Entries supplied:
============
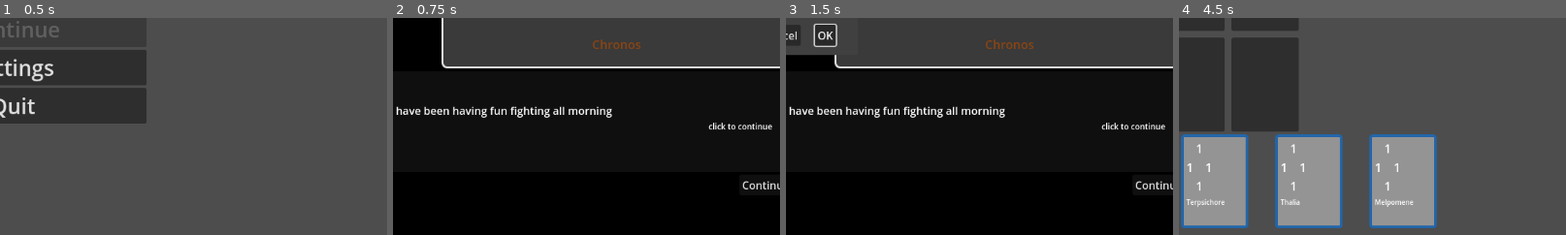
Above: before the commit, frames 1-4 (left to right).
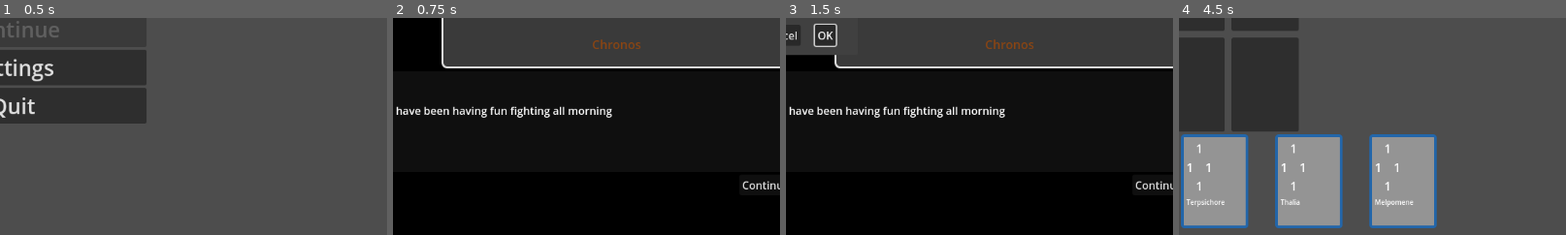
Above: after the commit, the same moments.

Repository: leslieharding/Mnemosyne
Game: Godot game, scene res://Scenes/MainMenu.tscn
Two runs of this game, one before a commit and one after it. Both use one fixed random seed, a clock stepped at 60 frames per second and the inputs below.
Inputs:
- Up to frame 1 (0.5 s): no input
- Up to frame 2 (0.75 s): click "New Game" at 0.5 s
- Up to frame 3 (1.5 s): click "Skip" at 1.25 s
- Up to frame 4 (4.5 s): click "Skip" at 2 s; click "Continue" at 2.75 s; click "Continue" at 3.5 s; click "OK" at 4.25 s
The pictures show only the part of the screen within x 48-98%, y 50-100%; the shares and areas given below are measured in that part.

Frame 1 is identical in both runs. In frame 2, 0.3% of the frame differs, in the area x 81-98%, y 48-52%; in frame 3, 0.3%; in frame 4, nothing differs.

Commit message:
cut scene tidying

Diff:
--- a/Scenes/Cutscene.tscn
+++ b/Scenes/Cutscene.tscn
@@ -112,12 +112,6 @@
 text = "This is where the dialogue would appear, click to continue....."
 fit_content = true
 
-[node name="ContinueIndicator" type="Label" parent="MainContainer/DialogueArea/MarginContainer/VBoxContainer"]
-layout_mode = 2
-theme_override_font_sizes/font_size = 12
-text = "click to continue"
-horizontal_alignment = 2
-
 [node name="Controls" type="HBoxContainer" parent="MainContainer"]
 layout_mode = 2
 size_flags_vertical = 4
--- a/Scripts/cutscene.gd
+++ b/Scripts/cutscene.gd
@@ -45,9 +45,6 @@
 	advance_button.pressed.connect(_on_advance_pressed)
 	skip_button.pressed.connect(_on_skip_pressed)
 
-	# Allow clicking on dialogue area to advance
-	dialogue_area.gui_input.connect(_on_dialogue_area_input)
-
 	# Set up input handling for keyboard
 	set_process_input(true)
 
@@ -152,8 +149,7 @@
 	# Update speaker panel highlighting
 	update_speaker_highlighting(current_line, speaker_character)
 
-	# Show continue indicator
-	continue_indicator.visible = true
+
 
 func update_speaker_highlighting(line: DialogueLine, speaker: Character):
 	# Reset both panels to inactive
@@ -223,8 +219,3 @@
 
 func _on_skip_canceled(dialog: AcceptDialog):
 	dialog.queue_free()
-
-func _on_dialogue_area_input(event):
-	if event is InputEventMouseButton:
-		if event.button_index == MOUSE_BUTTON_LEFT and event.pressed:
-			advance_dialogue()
============
Goal of the exercise: All lines above from the one with "is where the" to the one with "-45,9 +45,6 @@", inclusive, should be copied exactly, and no other lines.

Answer area:
 text = "This is where the dialogue would appear, click to continue....."
 fit_content = true
 
-[node name="ContinueIndicator" type="Label" parent="MainContainer/DialogueArea/MarginContainer/VBoxContainer"]
-layout_mode = 2
-theme_override_font_sizes/font_size = 12
-text = "click to continue"
-horizontal_alignment = 2
-
 [node name="Controls" type="HBoxContainer" parent="MainContainer"]
 layout_mode = 2
 size_flags_vertical = 4
--- a/Scripts/cutscene.gd
+++ b/Scripts/cutscene.gd
@@ -45,9 +45,6 @@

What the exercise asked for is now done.